Still, Elizabeth was holding a painful secret for those five months. Painful not for her, but for everyone else.
You see, for five months, everyone else in that town had the opportunity to know the goodness of God, but Elizabeth didn't tell them. She didn't even let them see. God had done something amazing, truly amazing, right in their midst, and no one knew about it.
Because they didn't know about it, they kept going to the Temple to offer sacrifices. They kept making and burning incense on the altar. They kept going through the motions of religious life as they knew it, without any awareness at all of the inbreaking of God right there among them. Without any awareness at all that God Himself was becoming present in their midst.

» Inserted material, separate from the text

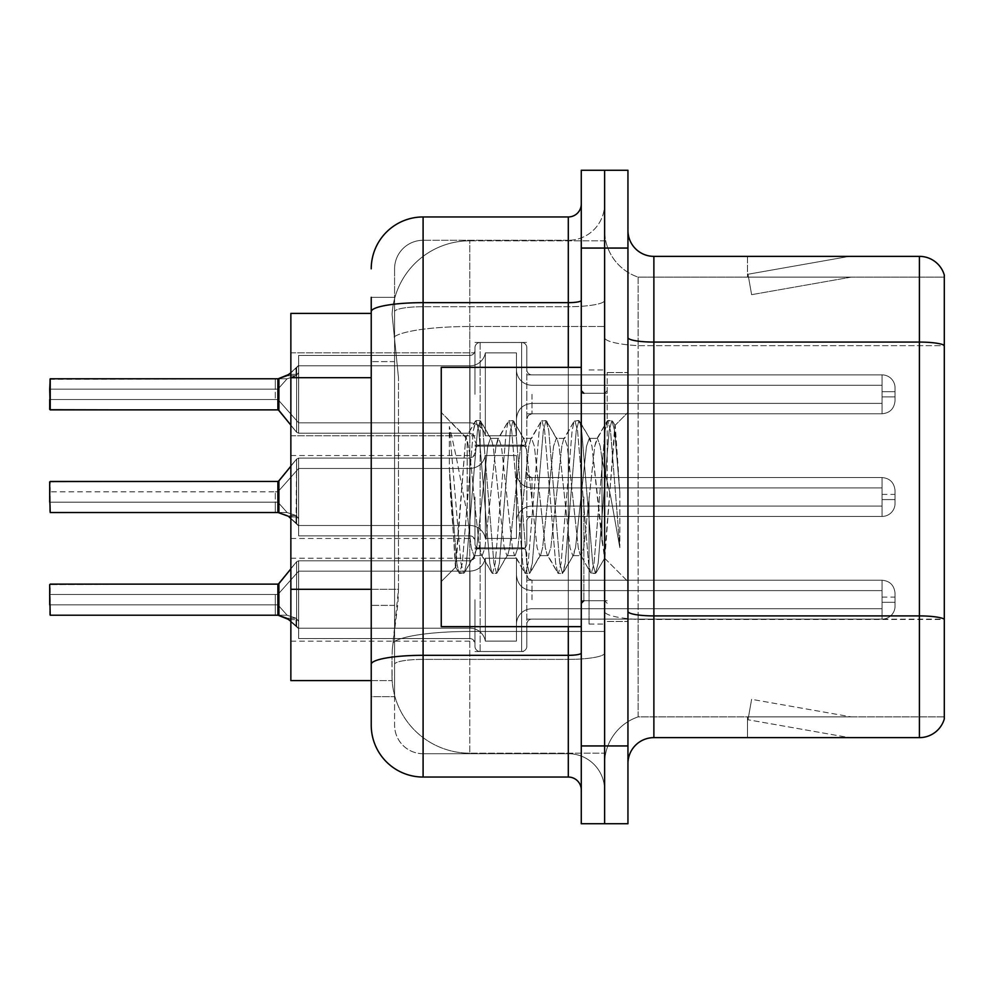 <?xml version="1.0" encoding="UTF-8"?>
<svg xmlns="http://www.w3.org/2000/svg" width="994" height="994" viewBox="0 0 994 994"><rect width="100%" height="100%" fill="white"/><g stroke="black" fill="none" stroke-linecap="round" stroke-linejoin="round"><path stroke-width="0.75" stroke-dasharray="4.97 3.73" d="M474.958 394.32L474.958 347.689A5.181 5.181 0 0 1 480.139 342.508A5.181 5.181 0 0 0 474.958 347.689L474.958 350.273A5.181 5.181 180 0 1 469.777 355.454A5.181 5.181 180 0 0 474.958 350.273L474.958 347.689A5.181 5.181 0 0 1 480.139 342.508L521.639 342.508A5.181 5.181 0 0 1 526.82 347.689A5.181 5.181 0 0 0 521.639 342.508A5.181 5.181 0 0 1 526.82 347.689L526.82 369.706A5.181 5.181 180 0 0 532.001 374.887L882.063 374.887A12.959 12.947 0 0 1 895.035 387.834L895.035 400.793L895.035 387.834A12.959 12.947 0 0 0 882.063 374.887A12.959 12.947 0 0 1 895.035 387.834L895.035 400.793L895.035 387.834A12.959 12.947 0 0 0 882.063 374.887A12.959 12.947 0 0 1 895.035 387.834L895.035 400.793L895.035 387.834A12.959 12.947 0 0 0 882.063 374.887A12.959 12.947 0 0 1 895.035 387.834L895.035 400.793L895.035 387.834A12.959 12.947 0 0 0 882.063 374.887A12.959 12.947 0 0 1 895.035 387.834L895.035 400.793L895.035 387.834A12.959 12.947 0 0 0 882.063 374.887A12.959 12.947 0 0 1 895.035 387.834L895.035 400.793L895.035 387.834A12.959 12.947 0 0 0 882.063 374.887A12.959 12.947 0 0 1 895.035 387.834L895.035 400.793L895.035 387.834A12.959 12.947 0 0 0 882.063 374.887A12.959 12.947 0 0 1 895.035 387.834L895.035 400.793L895.035 387.834A12.959 12.947 0 0 0 882.063 374.887A12.959 12.947 0 0 1 895.035 387.834L895.035 400.793L895.035 387.834A12.959 12.947 0 0 0 882.063 374.887A12.959 12.947 0 0 1 895.035 387.834L895.035 400.793L895.035 387.834A12.959 12.947 0 0 0 882.063 374.887A12.959 12.947 0 0 1 895.035 387.834L895.035 400.793L895.035 387.834A12.959 12.947 0 0 0 882.063 374.887A12.959 12.947 0 0 1 895.035 387.834L895.035 400.793L895.035 387.834A12.959 12.947 0 0 0 882.063 374.887A12.959 12.947 0 0 1 895.035 387.834L895.035 400.793L895.035 387.834A12.959 12.947 0 0 0 882.063 374.887A12.959 12.947 0 0 1 895.035 387.834L895.035 400.793L895.035 387.834A12.959 12.947 0 0 0 882.063 374.887L882.063 403.39L882.063 391.723L895.035 391.723L882.063 391.723L882.063 396.904L882.063 385.25L882.063 403.39L882.063 391.723L895.035 391.723L882.063 391.723L882.063 396.904L882.063 385.25L882.063 403.39L882.063 391.723L895.035 391.723L882.063 391.723L882.063 396.904L882.063 385.25L882.063 403.39L882.063 391.723L895.035 391.723L882.063 391.723L882.063 396.904L882.063 385.25L882.063 403.39L882.063 391.723L895.035 391.723L882.063 391.723L882.063 396.904L882.063 385.25L882.063 403.39L882.063 391.723L895.035 391.723L882.063 391.723L882.063 396.904L882.063 385.25L882.063 403.39L882.063 391.723L895.035 391.723L882.063 391.723L882.063 396.904L882.063 385.25L882.063 403.39L882.063 391.723L895.035 391.723L882.063 391.723L882.063 396.904L882.063 385.25L882.063 403.39L882.063 391.723L895.035 391.723L882.063 391.723L882.063 396.904L882.063 385.25L882.063 403.39L882.063 391.723L895.035 391.723L882.063 391.723L882.063 396.904L882.063 385.25L882.063 403.39L882.063 391.723L895.035 391.723L882.063 391.723L882.063 396.904L882.063 385.25L882.063 403.39L882.063 391.723L895.035 391.723L882.063 391.723L882.063 396.904L882.063 385.25L882.063 403.39L882.063 391.723L895.035 391.723L882.063 391.723L882.063 396.904L882.063 385.25L882.063 403.39L882.063 391.723L895.035 391.723L882.063 391.723L882.063 413.765L882.063 374.887L882.063 413.765L882.063 374.887L882.063 413.765L882.063 374.887L882.063 413.765L882.063 374.887L882.063 413.765L882.063 374.887L882.063 413.765L882.063 374.887L882.063 413.765L882.063 374.887L882.063 413.765L882.063 374.887L882.063 413.765L882.063 374.887L882.063 413.765L882.063 374.887L882.063 413.765L882.063 374.887L882.063 413.765L882.063 374.887L882.063 413.765L882.063 374.887L882.063 413.765L882.063 374.887L532.001 374.887A5.181 5.181 180 0 1 526.82 369.706L526.82 347.689A5.181 5.181 0 0 0 521.639 342.508A5.181 5.181 0 0 1 526.82 347.689L526.82 369.706A5.181 5.181 180 0 0 532.001 374.887L882.063 374.887L532.001 374.887A5.181 5.181 180 0 1 526.82 369.706L526.82 347.689A5.181 5.181 0 0 0 521.639 342.508A5.181 5.181 0 0 1 526.82 347.689L526.82 369.706A5.181 5.181 180 0 0 532.001 374.887L882.063 374.887L532.001 374.887A5.181 5.181 180 0 1 526.82 369.706L526.82 347.689A5.181 5.181 0 0 0 521.639 342.508A5.181 5.181 0 0 1 526.82 347.689L526.82 369.706A5.181 5.181 180 0 0 532.001 374.887L882.063 374.887L532.001 374.887A5.181 5.181 180 0 1 526.82 369.706L526.82 347.689A5.181 5.181 0 0 0 521.639 342.508A5.181 5.181 0 0 1 526.82 347.689L526.82 369.706A5.181 5.181 180 0 0 532.001 374.887L882.063 374.887L532.001 374.887A5.181 5.181 180 0 1 526.82 369.706L526.82 347.689A5.181 5.181 0 0 0 521.639 342.508A5.181 5.181 0 0 1 526.82 347.689L526.82 369.706A5.181 5.181 180 0 0 532.001 374.887L882.063 374.887L532.001 374.887A5.181 5.181 180 0 1 526.82 369.706L526.82 347.689A5.181 5.181 0 0 0 521.639 342.508A5.181 5.181 0 0 1 526.82 347.689L526.82 369.706A5.181 5.181 180 0 0 532.001 374.887L882.063 374.887L532.001 374.887A5.181 5.181 180 0 1 526.82 369.706L526.82 347.689A5.181 5.181 0 0 0 521.639 342.508A5.181 5.181 0 0 1 526.82 347.689L526.82 369.706A5.181 5.181 180 0 0 532.001 374.887L882.063 374.887L532.001 374.887A5.181 5.181 180 0 1 526.82 369.706L526.82 347.689A5.181 5.181 0 0 0 521.639 342.508A5.181 5.181 0 0 1 526.82 347.689L526.82 369.706A5.181 5.181 180 0 0 532.001 374.887L882.063 374.887L532.001 374.887A5.181 5.181 180 0 1 526.82 369.706L526.82 347.689A5.181 5.181 0 0 0 521.639 342.508A5.181 5.181 0 0 1 526.82 347.689L526.82 369.706A5.181 5.181 180 0 0 532.001 374.887L882.063 374.887L532.001 374.887A5.181 5.181 180 0 1 526.82 369.706L526.82 347.689A5.181 5.181 0 0 0 521.639 342.508A5.181 5.181 0 0 1 526.82 347.689L526.82 369.706A5.181 5.181 180 0 0 532.001 374.887L882.063 374.887L532.001 374.887A5.181 5.181 180 0 1 526.82 369.706L526.82 347.689A5.181 5.181 0 0 0 521.639 342.508A5.181 5.181 0 0 1 526.82 347.689L526.82 369.706A5.181 5.181 180 0 0 532.001 374.887L882.063 374.887L532.001 374.887A5.181 5.181 180 0 1 526.82 369.706L526.82 347.689A5.181 5.181 0 0 0 521.639 342.508A5.181 5.181 0 0 1 526.82 347.689L526.82 369.706A5.181 5.181 180 0 0 532.001 374.887L882.063 374.887L532.001 374.887A5.181 5.181 180 0 1 526.82 369.706L526.82 347.689A5.181 5.181 0 0 0 521.639 342.508L521.639 446.182L521.639 342.508L521.639 446.182L521.639 342.508L521.639 446.182L521.639 342.508L521.639 446.182L521.639 342.508L521.639 446.182L521.639 342.508L521.639 446.182L521.639 342.508L521.639 446.182L521.639 342.508L521.639 446.182L521.639 342.508L521.639 446.182L521.639 342.508L521.639 446.182L521.639 342.508L521.639 446.182L521.639 342.508L521.639 446.182L521.639 342.508L521.639 446.182L521.639 342.508L521.639 446.182L521.639 342.508L480.139 342.508A5.181 5.181 0 0 0 474.958 347.689L474.958 350.273A5.181 5.181 180 0 1 469.777 355.454A5.181 5.181 180 0 0 474.958 350.273L474.958 347.689A5.181 5.181 0 0 1 480.139 342.508L521.639 342.508L480.139 342.508A5.181 5.181 0 0 0 474.958 347.689L474.958 350.273A5.181 5.181 180 0 1 469.777 355.454A5.181 5.181 180 0 0 474.958 350.273L474.958 347.689A5.181 5.181 0 0 1 480.139 342.508L521.639 342.508L480.139 342.508A5.181 5.181 0 0 0 474.958 347.689L474.958 350.273A5.181 5.181 180 0 1 469.777 355.454A5.181 5.181 180 0 0 474.958 350.273L474.958 347.689A5.181 5.181 0 0 1 480.139 342.508L521.639 342.508L480.139 342.508A5.181 5.181 0 0 0 474.958 347.689L474.958 350.273A5.181 5.181 180 0 1 469.777 355.454A5.181 5.181 180 0 0 474.958 350.273L474.958 347.689A5.181 5.181 0 0 1 480.139 342.508L521.639 342.508L480.139 342.508A5.181 5.181 0 0 0 474.958 347.689L474.958 350.273A5.181 5.181 180 0 1 469.777 355.454A5.181 5.181 180 0 0 474.958 350.273L474.958 347.689A5.181 5.181 0 0 1 480.139 342.508L521.639 342.508L480.139 342.508A5.181 5.181 0 0 0 474.958 347.689L474.958 350.273A5.181 5.181 180 0 1 469.777 355.454A5.181 5.181 180 0 0 474.958 350.273L474.958 347.689A5.181 5.181 0 0 1 480.139 342.508L521.639 342.508L480.139 342.508A5.181 5.181 0 0 0 474.958 347.689L474.958 350.273A5.181 5.181 180 0 1 469.777 355.454A5.181 5.181 180 0 0 474.958 350.273L474.958 347.689A5.181 5.181 0 0 1 480.139 342.508L521.639 342.508L480.139 342.508A5.181 5.181 0 0 0 474.958 347.689L474.958 350.273A5.181 5.181 180 0 1 469.777 355.454A5.181 5.181 180 0 0 474.958 350.273L474.958 347.689A5.181 5.181 0 0 1 480.139 342.508L521.639 342.508L480.139 342.508A5.181 5.181 0 0 0 474.958 347.689L474.958 350.273A5.181 5.181 180 0 1 469.777 355.454A5.181 5.181 180 0 0 474.958 350.273L474.958 347.689A5.181 5.181 0 0 1 480.139 342.508L521.639 342.508L480.139 342.508A5.181 5.181 0 0 0 474.958 347.689L474.958 350.273A5.181 5.181 180 0 1 469.777 355.454A5.181 5.181 180 0 0 474.958 350.273L474.958 347.689A5.181 5.181 0 0 1 480.139 342.508L521.639 342.508L480.139 342.508A5.181 5.181 0 0 0 474.958 347.689L474.958 350.273A5.181 5.181 180 0 1 469.777 355.454A5.181 5.181 180 0 0 474.958 350.273L474.958 347.689A5.181 5.181 0 0 1 480.139 342.508L521.639 342.508L480.139 342.508A5.181 5.181 0 0 0 474.958 347.689L474.958 350.273A5.181 5.181 180 0 1 469.777 355.454A5.181 5.181 180 0 0 474.958 350.273L474.958 394.32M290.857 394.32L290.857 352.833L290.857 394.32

There was, right there in this womb, the prophet of God that in just a matter of years, everyone in this location would go out into the wilderness to see. They would listen to his message and step into the river to receive his baptism. And for five months, they knew nothing about him.
It seems like such a small thing in the grand scheme of all things, but is it?
How many persons gave up believing there would ever be a Messiah in those five months? How many gave up believing there would even be another prophet...ever? How many barren women gave up believing God would ever open their wombs? How many men divorced or otherwise ostracized their barren wives?
How many persons in Jerusalem died in those five months when the promise of God was right in their midst and they never knew it, never even suspected?
We get into this weird space where the goodness of God is so satisfying in our souls that we don't feel the need to announce it on the street corners, and yet, we live in a world thirsty for the goodness of God, a world that desperately needs to hear it.
There are persons right now whose lives would be blessed by knowing what God is doing in yours. Whose prayer would be encouraged by knowing that God had answered yours. Whose brokenness would hurt a little less if they knew that God was still in the business of healing. There are persons in your world right now who need the promise of God in your life. They need to hear about it.
For that reason, we have to keep speaking it. We have to share. We can't hide in our houses for five months while the promise of God develops; we have to claim it and show it and share it and put it all out there.
How many persons are going to give up believing between this moment right now and whenever we decide the time is "right" to tell them how good God has been to us? How many persons are going to give up on themselves? How many will give up on God? How many are going to die between today and the day this promise comes leaping out of our womb?
How many persons does our silence condemn?
I get why Elizabeth didn't tell anyone for five months; she didn't feel any compulsion to. She didn't have to.
But I wonder how it would have changed lives if she had.